Un modelo de apuestas no es más que un sistema para estimar la probabilidad de un resultado de forma consistente y replicable. No necesita ser sofisticado, no requiere un doctorado en estadística y no tiene que funcionar con inteligencia artificial. Lo que sí necesita es estructura, datos fiables y la honestidad de comparar sus predicciones con la realidad para mejorar con el tiempo.

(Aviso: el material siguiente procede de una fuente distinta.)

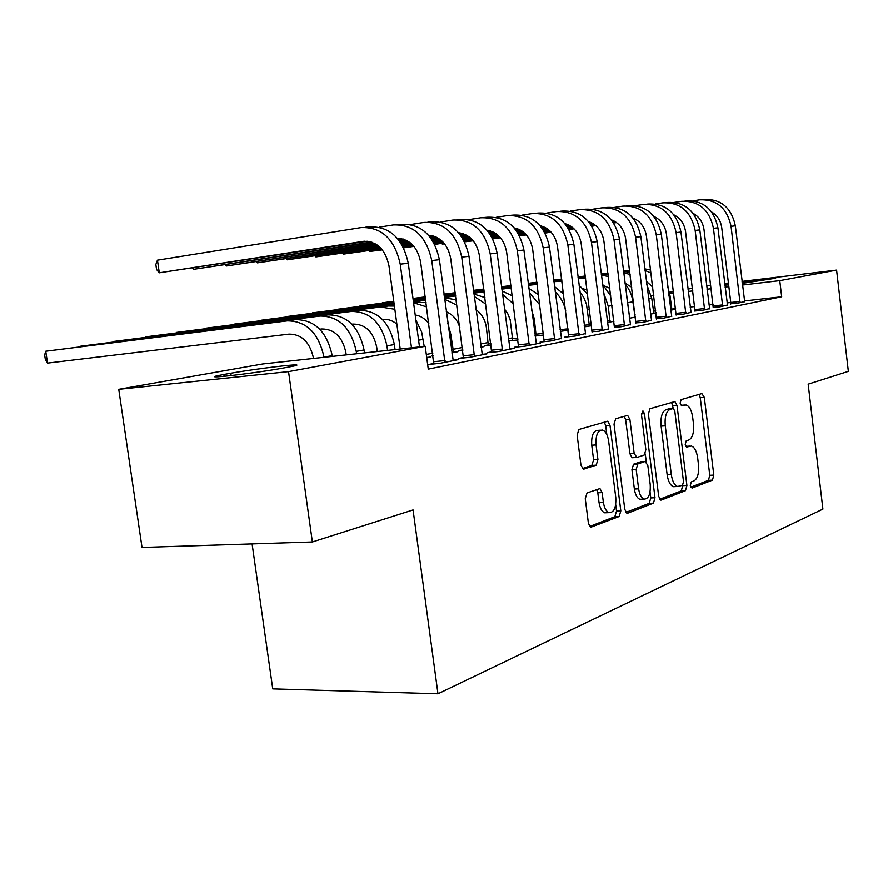 <?xml version="1.0" encoding="UTF-8"?>
<svg xmlns="http://www.w3.org/2000/svg" width="893" height="893" viewBox="0 0 893 893"><rect width="100%" height="100%" fill="white"/><g stroke="black" fill="none" stroke-linecap="round" stroke-linejoin="round"><path stroke-width="1.34" d="M690.289 485.535L692.042 488.091L712.458 480.133L713.808 475.098L704.298 397.363L701.865 393.59L681.136 399.64L680.12 403.156L681.571 405.869L686.081 404.976C689.385 406.114 691.584 410.188 692.655 417.21L693.47 423.795C694.14 432.413 692.633 437.793 688.927 439.936L686.215 440.852L685.21 444.424L686.605 447.058L691.372 446.031C694.542 447.226 696.64 451.199 697.667 457.964L698.471 464.527C699.152 473.134 697.656 478.592 693.984 480.892L691.282 481.919L690.289 485.535M587.058 492.925L585.261 498.685L588.42 523.376L590.552 527.328L619.139 516.522L620.825 510.908L609.997 425.347L607.686 421.239L578.943 429.466L577.124 435.103L580.963 465.097L583.252 469.205L596.178 465.175L597.93 459.549L596.077 444.926C595.564 435.237 597.696 430.281 602.462 430.058C605.599 431.207 607.653 434.869 608.624 441.019L615.779 497.513C616.259 507.615 614.004 512.66 609.004 512.638C606.124 511.365 604.237 507.86 603.344 502.112L602.139 492.601L599.962 488.605L587.058 492.925M425.213 346.317L288.539 371.633L118.747 389.326L262.799 363.964L425.213 346.317L428.272 369.144L781.676 296.777L779.756 280.648L742.463 285.046M742.027 281.407L836.585 270.121L848.35 371.376L808.165 384.169L822.899 509.099L437.972 693.794L413.068 509.925L312.371 541.973L288.539 371.633M836.585 270.121L779.756 280.648M658.688 496.318L660.675 500.091L661.356 500.058L685.467 490.659L686.907 485.457L677.017 405.467L674.918 401.571L649.97 408.737L648.407 413.95L658.688 496.318M653.442 503.15L627.634 513.218L626.841 513.229L624.787 509.378L614.016 424.153L615.701 418.739L627.656 415.401L629.9 419.442L634.186 453.544L636.977 457.462L644.266 455.006L645.851 449.67L641.453 414.575L642.938 410.88L644.478 413.682L654.993 497.747L653.442 503.15L649.222 503.328L625.837 512.415M252.094 543.915L272.745 688.883L437.972 693.794M433.797 363.462L428.841 364.467L439.992 363.328L458.031 359.689L453.03 360.203M491.675 351.831L487.187 352.735L498.048 351.608L514.368 348.315L509.847 348.783M426.754 357.792L430.66 357.033L426.698 357.446M544.194 341.282L540.109 342.097L550.668 340.992L561.418 338.425M462.82 349.877L458.567 350.703L462.875 350.246M480.936 347.232L483.973 346.64L480.903 346.964M592.059 331.66L598.611 331.314L608.423 328.97M512.761 340.177L508.865 340.925L518.052 339.943M635.872 322.853L642.458 322.462L651.455 320.319M568.194 330.209L560.279 331.392M676.113 314.771L682.71 314.336L690.992 312.371M613.982 321.279L607.396 322.563M713.217 307.315L719.791 306.846L727.449 305.038M655.964 313.019L653.788 313.253M655.975 313.086L650.484 314.157M781.676 296.777L744.438 300.963M730.686 304.055L730.764 302.493L727.014 302.917M713.105 304.48L708.942 304.948M694.732 306.545L690.144 307.069M675.621 308.699L671.703 309.134M655.708 310.931L653.341 311.199M635.079 314.325L634.465 314.448M536.157 333.335L534.717 333.614M512.772 337.833L508.273 338.693M488.348 342.521L480.523 344.028M462.507 347.489L452.807 349.353M432.826 353.193L426.296 354.454M655.886 312.371L655.25 312.494L655.886 312.416M670.688 310.217L674.851 309.402L671.893 309.737M730.697 303.799L737.261 303.319L744.628 301.577M635.425 317.093L629.398 318.265M695.033 310.965L701.619 310.507L709.578 308.632M591.59 325.644L584.368 326.916M656.411 318.734L662.997 318.31L671.636 316.267M536.157 335.623L535.007 335.857M543.703 334.987L535.041 336.069M614.44 327.162L621.003 326.782L630.402 324.55M488.337 344.921L484.274 345.714L491.139 344.977M568.662 336.36L564.767 337.141L575.192 336.036L585.451 333.591M433.15 355.637L431.676 355.927L433.161 355.771M451.791 352.914L457.919 351.719L453.443 352.188M518.554 346.428L514.279 347.288L524.984 346.171L540.544 343.035L536.246 343.481M463.456 357.501L458.745 358.45L469.751 357.323L486.897 353.862L482.142 354.354M281.675 368.351C265.645 371.332 228.753 376.232 218.149 376.79C211.73 377.114 213.639 376.344 223.853 374.48L230.807 373.241C247.484 370.204 282.992 365.527 293.417 364.98C299.401 364.679 297.76 365.382 288.495 367.112L281.675 368.351M312.371 541.973L142.02 547.442L118.747 389.326M706.62 285.805L710.75 285.146M724.658 283.483L728.42 283.036M651.265 295.55L653.743 295.114M669.437 292.346L673.512 291.631M687.945 289.086L692.499 288.283M742.116 282.188L775.66 278.236L742.262 283.371M728.643 284.9L724.859 285.168M724.837 285.001L728.565 284.275M728.855 286.653L725.094 287.099M711.185 288.74L707.033 289.232M692.823 290.917L688.235 291.453M673.702 293.172L669.694 293.641M653.788 295.527L651.321 295.817M687.208 446.266L685.791 446.31M681.805 405.255L684.63 405.042M690.747 487.198L708.417 480.334L709.779 475.299L700.257 397.686L699.04 394.416M673.244 408.492L671.625 402.419M659.681 499.265L681.348 490.849L682.732 485.145M682.498 485.29L683.513 481.64L674.807 411.215L673.333 408.503L670.04 409.396C666.178 411.45 664.582 416.931 665.263 425.827L671.302 474.507C672.329 481.215 674.416 485.212 677.575 486.495L682.498 485.29M669.158 408.804L672.998 408.514M675.476 486.596L673.445 486.685C670.275 485.412 668.176 481.416 667.149 474.719L661.11 426.117C660.429 417.232 662.026 411.762 665.91 409.708L668.879 408.827M632.802 457.696L632.088 457.741L629.945 453.8L625.658 419.755L624.263 416.238M645.282 453.99L646.253 461.726M650.048 492.043L650.785 497.937L654.993 497.747M638.618 488.817C639.5 494.499 641.319 497.926 644.076 499.087C648.653 498.986 650.707 494.13 650.216 484.542L647.805 465.331L645.081 461.469L637.792 463.98L636.184 469.394L638.618 488.817L634.376 489.029C635.258 494.7 637.077 498.115 639.846 499.276L641.844 499.187M641.442 461.681L645.081 461.469M634.376 489.029L631.943 469.629L633.55 464.215L640.861 461.714M649.222 503.328L650.785 497.937M607.028 512.716L604.673 512.805C601.793 511.544 599.906 508.039 599.013 502.301L597.797 492.802L596.591 489.543M600.464 430.192L598.143 430.359C593.365 430.582 591.233 435.538 591.735 445.216L596.077 444.926M582.314 468.568L591.836 465.42L593.599 459.817L591.735 445.216M606.827 434.556L605.7 425.66L604.248 422.076M589.547 526.513L614.842 516.69L616.527 511.075L615.701 504.578M671.971 309.971L669.917 295.181L668.857 295.371M652.75 287.088L646.409 281.407M443.977 294.165L455.251 292.714M473.457 290.381L483.794 289.053M501.509 286.776L510.986 285.559M528.221 283.349L536.905 282.233M553.693 280.067L561.652 279.051M578.017 276.953L585.295 276.015M601.268 273.961L607.921 273.102M623.504 271.104L629.576 270.322M443.988 294.244L455.263 292.792M473.469 290.459L483.805 289.131M501.52 286.854L510.997 285.637M528.232 283.427L536.916 282.311M553.705 280.156L561.664 279.129M578.028 277.031L585.306 276.093M601.279 274.039L607.932 273.191M623.515 271.193L629.587 270.412M645.047 270.434L650.997 273.012M644.858 268.882L650.64 270.077M667.819 287.01L669.917 295.181M744.695 301.812L735.341 225.829L731.054 226.32L740.029 302.76M740.096 301.443L730.764 302.493L721.723 227.626C720.684 220.616 717.336 215.414 711.665 212.021M635.983 219.488L634.309 219.734M616.304 222.379L613.502 222.792M595.598 225.416L591.724 225.985M573.819 228.619L568.919 229.334M550.925 231.979L544.998 232.85M655.004 216.932L654.357 217.021M636.296 219.678L634.454 219.946M616.572 222.569L613.636 222.993M595.821 225.616L591.858 226.197M574.02 228.809L569.031 229.546M551.104 232.18L545.11 233.051M692.901 200.847L699.554 199.842C716.554 199.15 727.058 207.98 731.054 226.32M702.958 199.563L703.952 199.485C720.908 198.793 731.367 207.578 735.341 225.829M653.866 313.499L651.756 298.429L648.597 298.999M631.697 287.245L625.011 283.159M413.001 298.463L425.291 296.889M444.022 294.489L455.296 293.038M473.502 290.705L483.839 289.377M501.553 287.099L511.03 285.883M528.265 283.673L536.95 282.556M553.738 280.402L561.697 279.386M578.061 277.288L585.339 276.35M601.302 274.296L607.966 273.448M413.012 298.552L425.302 296.967M444.033 294.567L455.307 293.116M473.513 290.783L483.85 289.455M501.565 287.189L511.042 285.972M528.276 283.762L536.961 282.646M553.749 280.491L561.708 279.464M578.072 277.366L585.35 276.439M601.313 274.385L607.977 273.537M623.682 272.577L630.112 274.609M623.56 271.55L629.811 272.153M646.811 284.61L651.756 298.429M626.663 296.342L629.744 318.198M635.057 317.171L632.891 301.812L628.058 302.671M609.83 288.316L604.103 285.793M393.768 301.354L382.26 302.827L393.757 301.276M413.046 298.798L425.336 297.224M444.067 294.824L455.341 293.373M473.547 291.04L483.883 289.712M501.598 287.446L511.075 286.229M528.31 284.019L536.994 282.902M553.783 280.759L561.742 279.732M578.106 277.634L585.384 276.707M601.346 274.653L608.1 274.564M413.057 298.887L425.347 297.313M444.078 294.913L455.352 293.462M473.558 291.129L483.894 289.801M501.609 287.535L511.086 286.318M528.321 284.108L537.006 283.003M553.794 280.849L561.753 279.822M578.117 277.723L585.395 276.797M601.413 275.133L608.345 276.517M625.122 284.03C629.386 289.075 631.976 295.003 632.891 301.812M629.23 316.937L629.833 316.87M727.527 305.283L717.927 227.827L713.462 228.329L722.671 306.266M713.206 307.572L704.008 229.657C702.88 222.201 699.264 216.776 693.158 213.394M634.599 218.74L633.662 218.874M615.143 221.598L612.911 221.933M594.582 224.623L591.177 225.125M572.938 227.815L568.406 228.485M550.144 231.164L544.54 231.99M526.167 234.703L519.48 235.685M634.979 218.93L633.829 219.098M615.456 221.799L613.067 222.145M594.85 224.824L591.322 225.349M573.161 228.016L568.54 228.697M550.356 231.376L544.652 232.213M526.357 234.904L519.581 235.897M674.505 202.376L681.504 201.327C698.739 200.624 709.388 209.632 713.462 228.329M684.953 201.037L686.081 200.947C703.26 200.255 713.875 209.208 717.927 227.827M713.284 305.975L722.738 304.915M709.667 308.889L699.811 229.892L695.167 230.427L704.622 309.904M695.022 311.244L685.59 231.767C684.362 223.842 680.466 218.216 673.902 214.856M613.725 220.817L612.252 221.029M593.387 223.819L590.574 224.232M571.9 226.989L567.848 227.581M549.24 230.327L544.016 231.097M525.374 233.854L519 234.792M500.247 237.56L492.713 238.677M614.105 221.006L612.419 221.263M593.711 224.02L590.731 224.456M572.179 227.19L567.993 227.815M549.485 230.539L544.15 231.332M525.586 234.066L519.123 235.015M500.426 237.772L492.824 238.9M655.35 203.984L662.74 202.856C680.198 202.164 691.003 211.351 695.167 230.427M666.234 202.577L667.495 202.465C684.898 201.773 695.669 210.915 699.811 229.892M695.111 309.603L704.689 308.531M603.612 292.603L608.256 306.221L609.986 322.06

La mayoría de los apostadores de tenis estiman probabilidades de forma intuitiva, procesando información en su cabeza y llegando a una conclusión que mezcla datos, experiencia y corazonadas. Este proceso funciona hasta cierto punto, pero tiene un problema fundamental: no es replicable ni verificable. Si ganas, no sabes exactamente por qué. Si pierdes, tampoco. Un modelo te obliga a explicitar tus supuestos, lo que permite identificar dónde aciertas y dónde fallas.
El modelo más simple que funciona: puntos de servicio
El modelo de apuestas de tenis más básico y sorprendentemente efectivo se basa en una sola premisa: el porcentaje de puntos ganados al servicio por cada jugador predice razonablemente el resultado del partido. Esta premisa tiene respaldo académico en el trabajo de Klaassen y Magnus, cuya investigación demostró que, aunque los puntos en tenis no son estrictamente independientes entre sí, las desviaciones son lo suficientemente pequeñas como para que el modelo de independencia funcione como una buena aproximación, y que las probabilidades de ganar cada punto se mantienen aproximadamente constantes a lo largo del partido.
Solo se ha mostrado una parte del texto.